Tout d’abord, le coût du baril de pétrole a diminué : il s’établit actuellement entre 80 et 100 dollars, contre 100 à 120 dollars aux mois de mars- avril. Le prix du gaz, bien que supérieur à la période précédant la guerre en Ukraine, n’est désormais plus à son plus haut niveau. Ce repli était plus qu’attendu, alors que la hausse des prix de l’énergie représente 40 % de l’inflation en zone euro, et qu’elle est responsable d’une perte cumulée de revenus de 3,3 % du PIB de l’Union européenne.

 

Par ailleurs, on observe sur les marchés internationaux un recul du prix des matières agricoles, qui devrait entraîner une baisse des prix de l’alimentation.

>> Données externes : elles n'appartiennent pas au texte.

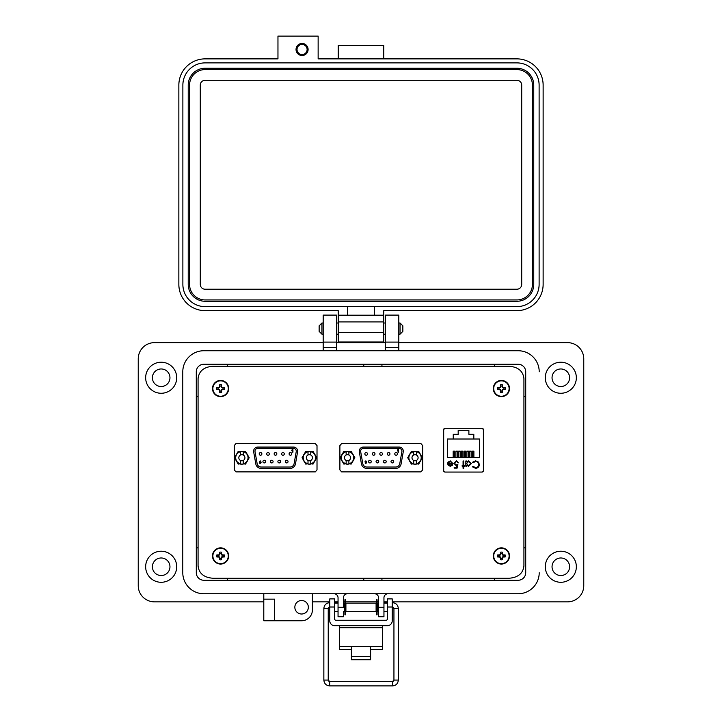 <?xml version="1.0" encoding="UTF-8"?>
<svg xmlns="http://www.w3.org/2000/svg" width="722" height="722" viewBox="0 0 722 722"><rect width="100%" height="100%" fill="white"/><g stroke="black" fill="none" stroke-linecap="round" stroke-linejoin="round"><path stroke-width="1.08" d="M370.603 649.277L382.606 649.277L382.606 625.667M339.394 625.667L339.394 649.277L351.397 649.277M382.606 646.578L370.603 646.578L370.603 659.727L351.397 659.727L351.397 646.578L339.394 646.578M334.584 606.994L329.783 606.994L329.783 598.89L334.584 598.89L334.584 618.889A1.372 1.372 0 0 0 335.956 620.261L386.044 620.261A1.372 1.372 0 0 0 387.416 618.889L387.416 598.89L392.217 598.89L392.217 606.994L387.416 606.994M329.783 606.994L329.783 620.866A4.801 4.801 0 0 0 334.584 625.667L387.416 625.667A4.801 4.801 0 0 0 392.217 620.866L392.217 606.994M538.63 366.875A21.064 21.064 0 0 1 539.217 371.794L539.217 371.803A21.064 21.064 0 0 0 518.152 350.739L203.848 350.739A21.064 21.064 0 0 0 182.783 371.803L182.783 572.699A21.064 21.064 0 0 0 203.848 593.755L518.152 593.755A21.064 21.064 0 0 0 539.217 572.699A21.064 21.064 0 0 1 518.161 593.755L388.003 593.755A4.052 4.052 0 0 0 383.951 597.816L383.951 607.265L378.554 607.265L378.554 597.807A4.052 4.052 0 0 0 374.501 593.755L347.499 593.755A4.052 4.052 0 0 0 343.446 597.807L343.446 607.265L338.049 607.265L338.049 597.807A4.052 4.052 0 0 0 333.997 593.755L312.4 593.755L312.4 609.964A10.803 10.803 0 0 1 301.597 620.758L274.595 620.758L274.595 599.152L263.792 599.152L263.792 620.758L274.595 620.758M525.715 371.803A7.563 7.563 0 0 0 518.152 364.24L203.848 364.249A7.563 7.563 0 0 0 196.285 371.803L196.294 572.699L196.285 371.803A7.563 7.563 0 0 1 203.848 364.24L518.152 364.24A7.563 7.563 0 0 1 525.715 371.803L525.715 572.699A7.563 7.563 0 0 1 518.152 580.262L203.848 580.262A7.563 7.563 0 0 1 196.285 572.699A7.554 7.554 0 0 0 203.848 580.253L518.152 580.253A7.554 7.554 0 0 0 525.706 572.699L525.706 371.803A7.554 7.554 0 0 0 518.152 364.249L203.848 364.24A7.554 7.554 0 0 0 196.294 371.803L196.285 472.621M321.931 334.178L319.142 331.389L319.142 325.812L321.931 323.014L321.931 334.178L323.185 334.178M398.806 334.178L400.06 334.178L400.06 323.014L398.806 323.014M400.06 334.178L402.849 331.389L402.849 325.812L400.06 323.014M345.901 603.15L345.901 611.381L376.099 611.381L376.099 603.15L345.901 603.15M378.554 611.381L377.471 611.381L377.471 603.15L378.554 603.15M343.446 603.15L344.529 603.15L344.529 611.381L343.446 611.381M392.217 610.361L392.217 604.161M329.783 604.161L329.783 610.361M345.513 599.729L345.513 614.792L344.917 614.792L344.917 599.729L345.513 599.729M377.083 599.729L377.083 614.792L376.487 614.792L376.487 599.729L377.083 599.729M152.405 566.761A8.772 8.772 0 0 0 161.186 575.533A8.772 8.772 0 0 0 169.959 566.761A8.772 8.772 0 0 0 161.186 557.98A8.772 8.772 0 0 0 152.405 566.761M152.405 377.741A8.772 8.772 0 0 0 161.186 386.514A8.772 8.772 0 0 0 169.959 377.741A8.772 8.772 0 0 0 161.186 368.969A8.772 8.772 0 0 0 152.405 377.741M552.041 566.761A8.772 8.772 0 0 0 560.813 575.533A8.772 8.772 0 0 0 569.595 566.761A8.772 8.772 0 0 0 560.813 557.98A8.772 8.772 0 0 0 552.041 566.761M552.041 377.741A8.772 8.772 0 0 0 560.813 386.514A8.772 8.772 0 0 0 569.595 377.741A8.772 8.772 0 0 0 560.813 368.969A8.772 8.772 0 0 0 552.041 377.741M576.346 566.761A15.523 15.523 0 0 1 560.813 582.284A15.523 15.523 0 0 1 545.291 566.761A15.523 15.523 0 0 1 560.813 551.229A15.523 15.523 0 0 1 576.346 566.761M576.346 377.741A15.523 15.523 0 0 1 560.813 393.264A15.523 15.523 0 0 1 545.291 377.741A15.523 15.523 0 0 1 560.813 362.218A15.523 15.523 0 0 1 576.346 377.741M294.847 607.256A6.751 6.751 0 0 0 301.597 614.007A6.751 6.751 0 0 0 308.348 607.256A6.751 6.751 0 0 0 301.597 600.505A6.751 6.751 0 0 0 294.847 607.256M203.857 593.755A21.064 21.064 0 0 1 182.783 572.699L182.783 371.812A21.064 21.064 0 0 1 183.37 366.875M176.709 377.741A15.523 15.523 0 0 1 161.186 393.264A15.523 15.523 0 0 1 145.654 377.741A15.523 15.523 0 0 1 161.186 362.218A15.523 15.523 0 0 1 176.709 377.741M176.709 566.761A15.523 15.523 0 0 1 161.186 582.284A15.523 15.523 0 0 1 145.654 566.761A15.523 15.523 0 0 1 161.186 551.229A15.523 15.523 0 0 1 176.709 566.761M343.446 611.724L343.446 616.714L338.049 616.714L338.049 607.265M398.806 342.643L567.555 342.643A16.2 16.2 0 0 1 583.764 358.843L583.764 585.659A16.2 16.2 0 0 1 567.564 601.859L392.217 601.859M312.4 601.859L329.783 601.859M334.584 601.859L338.049 601.859M343.446 601.859L344.917 601.859M345.513 601.859L376.487 601.859M377.083 601.859L378.554 601.859M383.951 601.859L387.416 601.859M263.792 593.755L263.792 599.152L274.595 599.152M263.792 601.859L154.436 601.859A16.2 16.2 0 0 1 138.236 585.659L138.236 358.843A16.2 16.2 0 0 1 154.427 342.643L323.185 342.643M336.696 342.643L385.286 342.643M518.152 350.739L398.806 350.739L398.806 315.099L385.286 315.099L385.286 350.739L336.696 350.739L336.696 347.499L323.185 347.499L323.185 350.739L203.848 350.739M518.161 593.755L388.003 593.755M336.696 342.102L323.185 342.102L336.696 342.102L323.185 342.102L323.185 315.099L336.696 315.099L336.696 347.499M323.185 342.102L323.185 347.499M383.951 607.265L383.951 616.714L378.554 616.714L378.554 607.265M398.806 342.102L385.286 342.102M381.938 578.241L381.938 580.253M494.66 580.253L494.66 578.241M523.928 547.854L525.706 547.854M525.706 396.64L523.928 396.64M494.66 366.262L494.66 364.249M381.938 364.249L381.938 366.262M363.762 366.262L363.762 364.249M227.34 364.249L227.34 366.262M198.072 396.64L196.294 396.64M196.294 547.854L198.072 547.854M227.34 578.241L227.34 580.253M363.762 580.253L363.762 578.241M329.431 607.076A1.462 1.462 180 0 0 328.23 608.52L323.853 608.52L323.853 680.061L328.23 680.061A1.462 1.462 180 0 0 329.692 681.523L392.488 681.523A1.462 1.462 180 0 0 393.941 680.061L392.488 681.523L392.488 685.9C396.035 685.548 397.975 683.608 398.327 680.061L393.941 680.061L393.941 608.52A1.462 1.462 180 0 0 392.569 607.058M323.853 680.061C324.196 683.608 326.145 685.548 329.692 685.9L392.488 685.9M337.688 603.15L337.725 602.671L334.584 602.671M329.783 602.671L329.692 602.671C326.145 603.023 324.196 604.973 323.853 608.52M392.488 604.431L392.217 602.671M387.416 602.671L384.456 602.671L384.492 603.15M384.456 602.671L383.951 602.762L384.456 602.671M302.067 55.522A6.029 6.029 0 0 0 308.095 49.493A6.029 6.029 0 0 0 302.067 43.464A6.029 6.029 0 0 0 296.038 49.493A6.029 6.029 0 0 0 302.067 55.522M383.761 58.87L383.761 45.477L338.23 45.477L338.23 58.87M383.761 332.616L383.761 310.65L516.889 310.65A26.254 26.254 0 0 0 543.134 284.405L543.134 85.115A26.254 26.254 0 0 0 516.889 58.87L318.14 58.87L318.14 36.1L277.961 36.1L277.961 58.87L205.102 58.87A26.254 26.254 0 0 0 178.848 85.115L178.848 284.405A26.254 26.254 0 0 0 205.102 310.65L338.23 310.65L338.23 341.993L383.761 341.993L383.761 332.616L338.23 332.616M383.761 315.207L338.23 315.207M347.598 315.207L347.598 306.633L205.102 306.633A22.229 22.229 0 0 1 182.874 284.405L182.874 85.115A22.229 22.229 0 0 1 205.102 62.886L516.889 62.886A22.229 22.229 0 0 1 539.117 85.115L539.117 284.405A22.229 22.229 0 0 1 516.889 306.633L374.384 306.633L374.384 315.207M347.598 306.633L374.384 306.633M533.757 284.405A16.877 16.877 0 0 1 516.889 301.273L205.102 301.273A16.877 16.877 0 0 1 188.225 284.405L188.225 85.115A16.877 16.877 0 0 1 205.102 68.247L516.889 68.247A16.877 16.877 0 0 1 533.757 85.115L533.757 284.405M189.57 284.405L189.57 85.115A15.532 15.532 0 0 1 205.102 69.583L516.889 69.583A15.532 15.532 0 0 1 532.421 85.115L532.421 284.405A15.532 15.532 0 0 1 516.889 299.937L205.102 299.937A15.532 15.532 0 0 1 189.57 284.405M200.283 284.405L200.283 85.115A4.819 4.819 0 0 1 205.102 80.295L516.889 80.295A4.819 4.819 0 0 1 521.708 85.115L521.708 284.405A4.819 4.819 0 0 1 516.889 289.224L205.102 289.224A4.819 4.819 0 0 1 200.283 284.405M302.067 44.448A5.045 5.045 0 0 1 307.112 49.493A5.045 5.045 0 0 1 302.067 54.538A5.045 5.045 0 0 1 297.022 49.493A5.045 5.045 0 0 1 302.067 44.448M212.855 578.241L509.145 578.241C518.143 577.519 523.071 573.394 523.928 565.877L523.928 378.626C523.071 371.099 518.143 366.975 509.145 366.262L212.855 366.262C203.857 366.975 198.929 371.099 198.072 378.626L198.072 565.877C198.929 573.394 203.857 577.519 212.855 578.241L509.145 578.241L212.855 578.241M443.615 429.148L443.615 471.231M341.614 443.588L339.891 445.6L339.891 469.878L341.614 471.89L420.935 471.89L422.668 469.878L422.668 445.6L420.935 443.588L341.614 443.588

De plus, l’actuelle baisse des prix à la production en Chine aura également une incidence favorable, dans les mois à venir, sur les indices des prix à la consommation aux États-Unis et dans la zone euro. Pour finir, la tendance est au retour à la normale des chaînes de valeur internationales, et l’augmentation des salaires est restée limitée dans la zone euro.

Si tout semble indiquer que l’Europe s’approche, comme les États-Unis, du pic inflationniste, la désinflation risque fort d’être plus lente de ce côté de l’Atlantique, en raison notamment des mesures mises en place par plusieurs États membres en faveur du pouvoir d’achat, qui ont pour effet de soutenir la demande. D’après de nombreux économistes, l’inflation pourrait repasser sous le seuil des 5 % à l’automne 2023, puis s’établir autour de 2 % en 2024.

Cependant, si les économistes s’accordent sur une baisse des prix à la consommation à court terme, l’inflation risque selon eux à long terme de s’établir à un niveau plus élevé qu’avant la crise, à cause de la transition énergétique et du contexte géopolitique tendu. Cette situation pourrait s’avérer favorable pour certains pays, comme la France, qui auraient ainsi la possibilité de réduire progressivement leur dette publique.